"Canaris a Scio" di Benedetto Civiletti 

Al Giardino Inglese, è collocato un gruppo marmoreo opera di Benedetto Civiletti che rappresenta due marinai su una barca.

ll cosiddetto gruppo Canaris, erroneamente definito da alcuni  “I fratelli Canaris”. 

In realtà non si tratta di due fratelli, ma di Costantino Canaris e del suo compagno Giorgio Pepinis, due eroi dell’ottocentesca guerra di indipendenza greca.

Sono raffigurati mentre compiono una spettacolare e ardita azione di guerra che risale al 1822, nel tentativo di appiccare il fuoco alla flotta ottomana, a Scio. Il gruppo in marmo bianco di Carrara, poggia su di un basamento in billiemi, realizzato per l’attuale collocazione all’interno del padiglione moresco del Basile. 

L’attimo è fotografato con estremo realismo, i particolari, ben definiti, esprimono tutta la tensione del momento. Le vele sono ammainate e formano il drappeggio sotto le figure appollaiate sulla prua del piccolo natante. Pepinis, collocato dietro Canaris lo tocca con la mano la spalla di Canaris quasi a fargli coraggio mentre con l’indice indica il bersaglio.

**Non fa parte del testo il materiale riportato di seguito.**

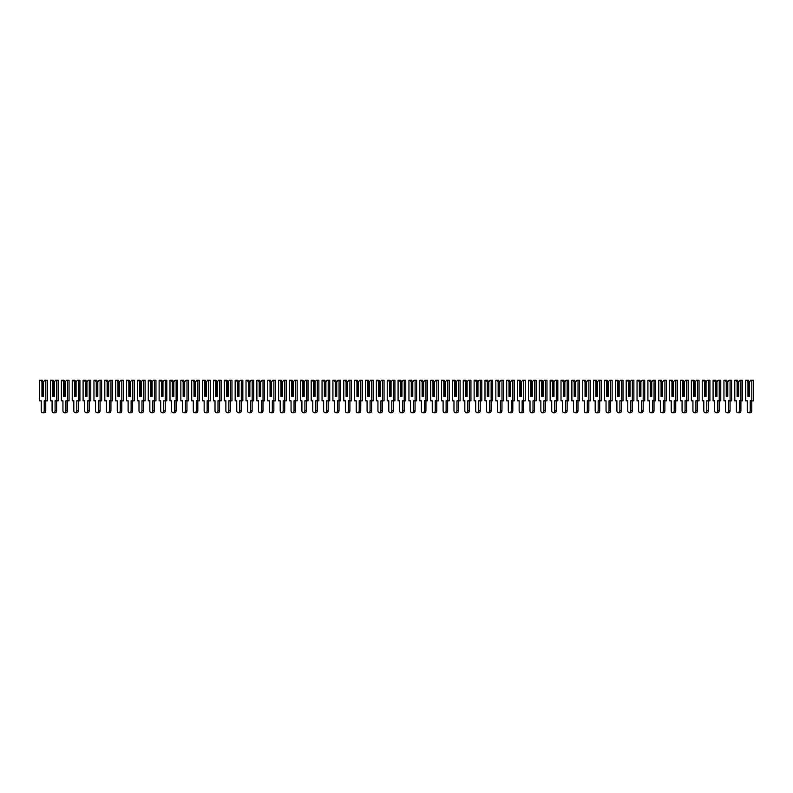 <?xml version="1.0" encoding="UTF-8"?>
<svg xmlns="http://www.w3.org/2000/svg" width="793" height="793" viewBox="0 0 793 793"><rect width="100%" height="100%" fill="white"/><g stroke="black" fill="none" stroke-linecap="round" stroke-linejoin="round"><path stroke-width="1.19" d="M43.486 381.948L44.715 380.204L45.796 380.204L45.796 400.842L44.22 400.842L44.22 410.675A2.121 1.497 90 0 1 42.723 412.796A2.121 1.497 90 0 1 41.226 410.675L41.226 400.842L39.65 400.842L39.65 380.204L42.257 380.204L43.486 381.948L43.486 396.5L42.495 396.5L42.495 382.325L41.95 381.948L41.95 396.5L43.486 396.5L43.486 382.325L42.495 382.325M40.721 380.204L41.95 381.948M45.796 380.204L47.332 380.204L47.332 400.842L45.796 400.842M45.756 400.842L45.756 410.675A2.121 1.497 90 0 1 44.259 412.796L42.723 412.796M54.35 381.948L55.579 380.204L56.66 380.204L56.66 400.842L55.084 400.842L55.084 410.675A2.121 1.497 90 0 1 53.587 412.796A2.121 1.497 90 0 1 52.09 410.675L52.09 400.842L50.514 400.842L50.514 380.204L53.121 380.204L54.35 381.948L54.35 396.5L53.349 396.5L53.349 382.325L52.814 381.948L52.814 396.5L54.35 396.5L54.35 382.325L53.349 382.325M51.585 380.204L52.814 381.948M56.66 380.204L58.196 380.204L58.196 400.842L56.66 400.842M56.62 400.842L56.62 410.675A2.121 1.497 90 0 1 55.123 412.796L53.587 412.796M65.214 381.948L66.443 380.204L67.514 380.204L67.514 400.842L65.948 400.842L65.948 410.675A2.121 1.497 90 0 1 64.441 412.796A2.121 1.497 90 0 1 62.944 410.675L62.944 400.842L61.378 400.842L61.378 380.204L63.985 380.204L65.214 381.948L65.214 396.5L64.213 396.5L64.213 382.325L63.678 381.948L63.678 396.5L65.214 396.5L65.214 382.325L64.213 382.325M62.449 380.204L63.678 381.948M67.514 380.204L69.05 380.204L69.05 400.842L67.514 400.842L67.484 410.675A2.121 1.497 90 0 1 65.978 412.796L64.441 412.796M76.078 381.948L77.308 380.204L78.378 380.204L78.378 400.842L76.802 400.842L76.802 410.675A2.121 1.497 90 0 1 75.305 412.796A2.121 1.497 90 0 1 73.808 410.675L73.808 400.842L72.232 400.842L72.232 380.204L74.849 380.204L76.078 381.948L76.078 396.5L75.077 396.5L75.077 382.325L74.542 381.948L74.542 396.5L76.078 396.5L76.078 382.325L75.077 382.325M73.313 380.204L74.542 381.948M78.378 380.204L79.915 380.204L79.915 400.842L78.378 400.842L78.338 410.675A2.121 1.497 90 0 1 76.842 412.796L75.305 412.796M86.943 381.948L88.162 380.204L89.242 380.204L89.242 400.842L87.666 400.842L87.666 410.675A2.121 1.497 90 0 1 86.169 412.796A2.121 1.497 90 0 1 84.673 410.675L84.673 400.842L83.096 400.842L83.096 380.204L85.713 380.204L86.943 381.948L86.943 396.5L85.941 396.5L85.941 382.325L85.406 381.948L85.406 396.5L86.943 396.5L86.943 382.325L85.941 382.325M84.177 380.204L85.406 381.948M89.242 380.204L90.779 380.204L90.779 400.842L89.242 400.842M89.203 400.842L89.203 410.675A2.121 1.497 90 0 1 87.706 412.796L86.169 412.796M97.797 381.948L99.026 380.204L100.106 380.204L100.106 400.842L98.53 400.842L98.53 410.675A2.121 1.497 90 0 1 97.033 412.796A2.121 1.497 90 0 1 95.537 410.675L95.537 400.842L93.961 400.842L93.961 380.204L96.568 380.204L97.797 381.948L97.797 396.5L96.805 396.5L96.805 382.325L96.26 381.948L96.26 396.5L97.797 396.5L97.797 382.325L96.805 382.325M95.031 380.204L96.26 381.948M100.106 380.204L101.643 380.204L101.643 400.842L100.106 400.842M100.067 400.842L100.067 410.675A2.121 1.497 90 0 1 98.57 412.796L97.033 412.796M108.661 381.948L109.89 380.204L110.961 380.204L110.961 400.842L109.394 400.842L109.394 410.675A2.121 1.497 90 0 1 107.898 412.796A2.121 1.497 90 0 1 106.391 410.675L106.391 400.842L104.825 400.842L104.825 380.204L107.432 380.204L108.661 381.948L108.661 396.5L107.66 396.5L107.66 382.325L107.124 381.948L107.124 396.5L108.661 396.5L108.661 382.325L107.66 382.325M105.895 380.204L107.124 381.948M110.961 380.204L112.497 380.204L112.497 400.842L110.961 400.842M110.931 400.842L110.931 410.675A2.121 1.497 90 0 1 109.434 412.796L107.898 412.796M119.525 381.948L120.754 380.204L121.825 380.204L121.825 400.842L120.249 400.842L120.249 410.675A2.121 1.497 90 0 1 118.752 412.796A2.121 1.497 90 0 1 117.255 410.675L117.255 400.842L115.679 400.842L115.679 380.204L118.296 380.204L119.525 381.948L119.525 396.5L118.524 396.5L118.524 382.325L117.988 381.948L117.988 396.5L119.525 396.5L119.525 382.325L118.524 382.325M116.759 380.204L117.988 381.948M121.825 380.204L123.361 380.204L123.361 400.842L121.825 400.842M121.785 400.842L121.785 410.675A2.121 1.497 90 0 1 120.288 412.796L118.752 412.796M130.389 381.948L131.618 380.204L132.689 380.204L132.689 400.842L131.113 400.842L131.113 410.675A2.121 1.497 90 0 1 129.616 412.796A2.121 1.497 90 0 1 128.119 410.675L128.119 400.842L126.543 400.842L126.543 380.204L129.16 380.204L130.389 381.948L130.389 396.5L129.388 396.5L129.388 382.325L128.853 381.948L128.853 396.5L130.389 396.5L130.389 382.325L129.388 382.325M127.623 380.204L128.853 381.948M132.689 380.204L134.225 380.204L134.225 400.842L132.689 400.842M132.649 400.842L132.649 410.675A2.121 1.497 90 0 1 131.152 412.796L129.616 412.796M141.243 381.948L142.472 380.204L143.553 380.204L143.553 400.842L141.977 400.842L141.977 410.675A2.121 1.497 90 0 1 140.48 412.796A2.121 1.497 90 0 1 138.983 410.675L138.983 400.842L137.407 400.842L137.407 380.204L140.014 380.204L141.243 381.948L141.243 396.5L140.252 396.5L140.252 382.325L139.707 381.948L139.707 396.5L141.243 396.5L141.243 382.325L140.252 382.325M138.478 380.204L139.707 381.948M143.553 380.204L145.089 380.204L145.089 400.842L143.553 400.842L143.513 410.675A2.121 1.497 90 0 1 142.016 412.796L140.48 412.796M152.107 381.948L153.336 380.204L154.417 380.204L154.417 400.842L152.841 400.842L152.841 410.675A2.121 1.497 90 0 1 151.344 412.796A2.121 1.497 90 0 1 149.847 410.675L149.847 400.842L148.271 400.842L148.271 380.204L150.878 380.204L152.107 381.948L152.107 396.5L151.106 396.5L151.106 382.325L150.571 381.948L150.571 396.5L152.107 396.5L152.107 382.325L151.106 382.325M149.342 380.204L150.571 381.948M154.417 380.204L155.953 380.204L155.953 400.842L154.417 400.842M154.377 400.842L154.377 410.675A2.121 1.497 90 0 1 152.88 412.796L151.344 412.796M162.971 381.948L164.201 380.204L165.271 380.204L165.271 400.842L163.705 400.842L163.705 410.675A2.121 1.497 90 0 1 162.198 412.796A2.121 1.497 90 0 1 160.701 410.675L160.701 400.842L159.125 400.842L159.125 380.204L161.742 380.204L162.971 381.948L162.971 396.5L161.97 396.5L161.97 382.325L161.435 381.948L161.435 396.5L162.971 396.5L162.971 382.325L161.97 382.325M160.206 380.204L161.435 381.948M165.271 380.204L166.808 380.204L166.808 400.842L165.271 400.842M165.231 400.842L165.231 410.675A2.121 1.497 90 0 1 163.735 412.796L162.198 412.796M173.836 381.948L175.065 380.204L176.135 380.204L176.135 400.842L174.559 400.842L174.559 410.675A2.121 1.497 90 0 1 173.062 412.796A2.121 1.497 90 0 1 171.566 410.675L171.566 400.842L169.989 400.842L169.989 380.204L172.606 380.204L173.836 381.948L173.836 396.5L172.834 396.5L172.834 382.325L172.299 381.948L172.299 396.5L173.836 396.5L173.836 382.325L172.834 382.325M171.07 380.204L172.299 381.948M176.135 380.204L177.672 380.204L177.672 400.842L176.135 400.842M176.096 400.842L176.096 410.675A2.121 1.497 90 0 1 174.599 412.796L173.062 412.796M184.69 381.948L185.919 380.204L186.999 380.204L186.999 400.842L185.423 400.842L185.423 410.675A2.121 1.497 90 0 1 183.926 412.796A2.121 1.497 90 0 1 182.43 410.675L182.43 400.842L180.854 400.842L180.854 380.204L183.461 380.204L184.69 381.948L184.69 396.5L183.698 396.5L183.698 382.325L183.153 381.948L183.153 396.5L184.69 396.5L184.69 382.325L183.698 382.325M181.934 380.204L183.153 381.948M186.999 380.204L188.536 380.204L188.536 400.842L186.999 400.842M186.96 400.842L186.96 410.675A2.121 1.497 90 0 1 185.463 412.796L183.926 412.796M195.554 381.948L196.783 380.204L197.863 380.204L197.863 400.842L196.287 400.842L196.287 410.675A2.121 1.497 90 0 1 194.791 412.796A2.121 1.497 90 0 1 193.294 410.675L193.294 400.842L191.718 400.842L191.718 380.204L194.325 380.204L195.554 381.948L195.554 396.5L194.553 396.5L194.553 382.325L194.017 381.948L194.017 396.5L195.554 396.5L195.554 382.325L194.553 382.325M192.788 380.204L194.017 381.948M197.863 380.204L199.4 380.204L199.4 400.842L197.863 400.842M197.824 400.842L197.824 410.675A2.121 1.497 90 0 1 196.327 412.796L194.791 412.796M206.418 381.948L207.647 380.204L208.718 380.204L208.718 400.842L207.151 400.842L207.151 410.675A2.121 1.497 90 0 1 205.655 412.796A2.121 1.497 90 0 1 204.148 410.675L204.148 400.842L202.582 400.842L202.582 380.204L205.189 380.204L206.418 381.948L206.418 396.5L205.417 396.5L205.417 382.325L204.881 381.948L204.881 396.5L206.418 396.5L206.418 382.325L205.417 382.325M203.652 380.204L204.881 381.948M208.718 380.204L210.254 380.204L210.254 400.842L208.718 400.842L208.688 410.675A2.121 1.497 90 0 1 207.181 412.796L205.655 412.796M217.282 381.948L218.511 380.204L219.582 380.204L219.582 400.842L218.006 400.842L218.006 410.675A2.121 1.497 90 0 1 216.509 412.796A2.121 1.497 90 0 1 215.012 410.675L215.012 400.842L213.436 400.842L213.436 380.204L216.053 380.204L217.282 381.948L217.282 396.5L216.281 396.5L216.281 382.325L215.746 381.948L215.746 396.5L217.282 396.5L217.282 382.325L216.281 382.325M214.516 380.204L215.746 381.948M219.582 380.204L221.118 380.204L221.118 400.842L219.582 400.842L219.542 410.675A2.121 1.497 90 0 1 218.045 412.796L216.509 412.796M228.146 381.948L229.375 380.204L230.446 380.204L230.446 400.842L228.87 400.842L228.87 410.675A2.121 1.497 90 0 1 227.373 412.796A2.121 1.497 90 0 1 225.876 410.675L225.876 400.842L224.3 400.842L224.3 380.204L226.917 380.204L228.146 381.948L228.146 396.5L227.145 396.5L227.145 382.325L226.61 381.948L226.61 396.5L228.146 396.5L228.146 382.325L227.145 382.325M225.381 380.204L226.61 381.948M230.446 380.204L231.982 380.204L231.982 400.842L230.446 400.842M230.406 400.842L230.406 410.675A2.121 1.497 90 0 1 228.909 412.796L227.373 412.796M239 381.948L240.229 380.204L241.31 380.204L241.31 400.842L239.734 400.842L239.734 410.675A2.121 1.497 90 0 1 238.237 412.796A2.121 1.497 90 0 1 236.74 410.675L236.74 400.842L235.164 400.842L235.164 380.204L237.771 380.204L239 381.948L239 396.5L238.009 396.5L238.009 382.325L237.464 381.948L237.464 396.5L239 396.5L239 382.325L238.009 382.325M236.235 380.204L237.464 381.948M241.31 380.204L242.846 380.204L242.846 400.842L241.31 400.842M241.27 400.842L241.27 410.675A2.121 1.497 90 0 1 239.773 412.796L238.237 412.796M249.864 381.948L251.094 380.204L252.174 380.204L252.174 400.842L250.598 400.842L250.598 410.675A2.121 1.497 90 0 1 249.101 412.796A2.121 1.497 90 0 1 247.604 410.675L247.604 400.842L246.028 400.842L246.028 380.204L248.635 380.204L249.864 381.948L249.864 396.5L248.863 396.5L248.863 382.325L248.328 381.948L248.328 396.5L249.864 396.5L249.864 382.325L248.863 382.325M247.099 380.204L248.328 381.948M252.174 380.204L253.701 380.204L253.701 400.842L252.174 400.842M252.134 400.842L252.134 410.675A2.121 1.497 90 0 1 250.638 412.796L249.101 412.796M260.728 381.948L261.958 380.204L263.028 380.204L263.028 400.842L261.452 400.842L261.452 410.675A2.121 1.497 90 0 1 259.955 412.796A2.121 1.497 90 0 1 258.459 410.675L258.459 400.842L256.882 400.842L256.882 380.204L259.499 380.204L260.728 381.948L260.728 396.5L259.727 396.5L259.727 382.325L259.192 381.948L259.192 396.5L260.728 396.5L260.728 382.325L259.727 382.325M257.963 380.204L259.192 381.948M263.028 380.204L264.565 380.204L264.565 400.842L263.028 400.842M262.989 400.842L262.989 410.675A2.121 1.497 90 0 1 261.492 412.796L259.955 412.796M271.593 381.948L272.822 380.204L273.892 380.204L273.892 400.842L272.316 400.842L272.316 410.675A2.121 1.497 90 0 1 270.819 412.796A2.121 1.497 90 0 1 269.323 410.675L269.323 400.842L267.747 400.842L267.747 380.204L270.363 380.204L271.593 381.948L271.593 396.5L270.591 396.5L270.591 382.325L270.056 381.948L270.056 396.5L271.593 396.5L271.593 382.325L270.591 382.325M268.827 380.204L270.056 381.948M273.892 380.204L275.429 380.204L275.429 400.842L273.892 400.842M273.853 400.842L273.853 410.675A2.121 1.497 90 0 1 272.356 412.796L270.819 412.796M282.447 381.948L283.676 380.204L284.756 380.204L284.756 400.842L283.18 400.842L283.18 410.675A2.121 1.497 90 0 1 281.684 412.796A2.121 1.497 90 0 1 280.187 410.675L280.187 400.842L278.611 400.842L278.611 380.204L281.218 380.204L282.447 381.948L282.447 396.5L281.456 396.5L281.456 382.325L280.91 381.948L280.91 396.5L282.447 396.5L282.447 382.325L281.456 382.325M279.681 380.204L280.91 381.948M284.756 380.204L286.293 380.204L286.293 400.842L284.756 400.842L284.717 410.675A2.121 1.497 90 0 1 283.22 412.796L281.684 412.796M293.311 381.948L294.54 380.204L295.62 380.204L295.62 400.842L294.044 400.842L294.044 410.675A2.121 1.497 90 0 1 292.548 412.796A2.121 1.497 90 0 1 291.051 410.675L291.051 400.842L289.475 400.842L289.475 380.204L292.082 380.204L293.311 381.948L293.311 396.5L292.31 396.5L292.31 382.325L291.774 381.948L291.774 396.5L293.311 396.5L293.311 382.325L292.31 382.325M290.545 380.204L291.774 381.948M295.62 380.204L297.157 380.204L297.157 400.842L295.62 400.842M295.581 400.842L295.581 410.675A2.121 1.497 90 0 1 294.084 412.796L292.548 412.796M304.175 381.948L305.404 380.204L306.475 380.204L306.475 400.842L304.909 400.842L304.909 410.675A2.121 1.497 90 0 1 303.402 412.796A2.121 1.497 90 0 1 301.905 410.675L301.905 400.842L300.339 400.842L300.339 380.204L302.946 380.204L304.175 381.948L304.175 396.5L303.174 396.5L303.174 382.325L302.639 381.948L302.639 396.5L304.175 396.5L304.175 382.325L303.174 382.325M301.409 380.204L302.639 381.948M306.475 380.204L308.011 380.204L308.011 400.842L306.475 400.842M306.445 400.842L306.445 410.675A2.121 1.497 90 0 1 304.938 412.796L303.402 412.796M315.039 381.948L316.268 380.204L317.339 380.204L317.339 400.842L315.763 400.842L315.763 410.675A2.121 1.497 90 0 1 314.266 412.796A2.121 1.497 90 0 1 312.769 410.675L312.769 400.842L311.193 400.842L311.193 380.204L313.81 380.204L315.039 381.948L315.039 396.5L314.038 396.5L314.038 382.325L313.503 381.948L313.503 396.5L315.039 396.5L315.039 382.325L314.038 382.325M312.273 380.204L313.503 381.948M317.339 380.204L318.875 380.204L318.875 400.842L317.339 400.842M317.299 400.842L317.299 410.675A2.121 1.497 90 0 1 315.802 412.796L314.266 412.796M325.893 381.948L327.122 380.204L328.203 380.204L328.203 400.842L326.627 400.842L326.627 410.675A2.121 1.497 90 0 1 325.13 412.796A2.121 1.497 90 0 1 323.633 410.675L323.633 400.842L322.057 400.842L322.057 380.204L324.674 380.204L325.893 381.948L325.893 396.5L324.902 396.5L324.902 382.325L324.367 381.948L324.367 396.5L325.893 396.5L325.893 382.325L324.902 382.325M323.138 380.204L324.367 381.948M328.203 380.204L329.739 380.204L329.739 400.842L328.203 400.842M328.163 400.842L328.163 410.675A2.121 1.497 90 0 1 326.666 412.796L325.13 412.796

Un amicizia suggellata da questa vicinanza che è una libera interpretazione del Civiletti dal momento che in realtà, secondo le cronache, Pepinis era a capo di un secondo brulotto. Ma d’altronde lo storico Brofferio raccontando l’episodio, specifica che i due si presentarono tenendosi per mano ad indicare una profonda amicizia ed unità di intenti.

Quello originale in bronzo fu esposto nel 1875 in occasione del congresso degli scienziati, dove venne acquistato dal principe Umberto di Savoia e donata al Comune di Palermo.

Nel 1878 l’opera fu presentata all’esposizione Internazionale di Parigi e premiata con la medaglia d’oro, rendendo il giovane autore palermitano noto in tutto il mondo.

La sua copia in marmo fu collocata inizialmente a Villa Giulia, e successivamente al Giardino Inglese in una vasca e poi spostato nel padiglione dove attualmente si trova. Il prototipo in gesso fu realizzato nel 1873 ed è esposto nella Gipsoteca di Palazzo Ziino.

L'incuria e la rovina caratterizzano questa scultura ormai abbandonata a se stessa, rovinata da disegni e frasi scritte su essa e sui muri del tempietto che dovrebbe custodirla,  mostrando il poco interesse del comune e dei cittadini alla pulizia e la manutenzione dei propri beni culturali.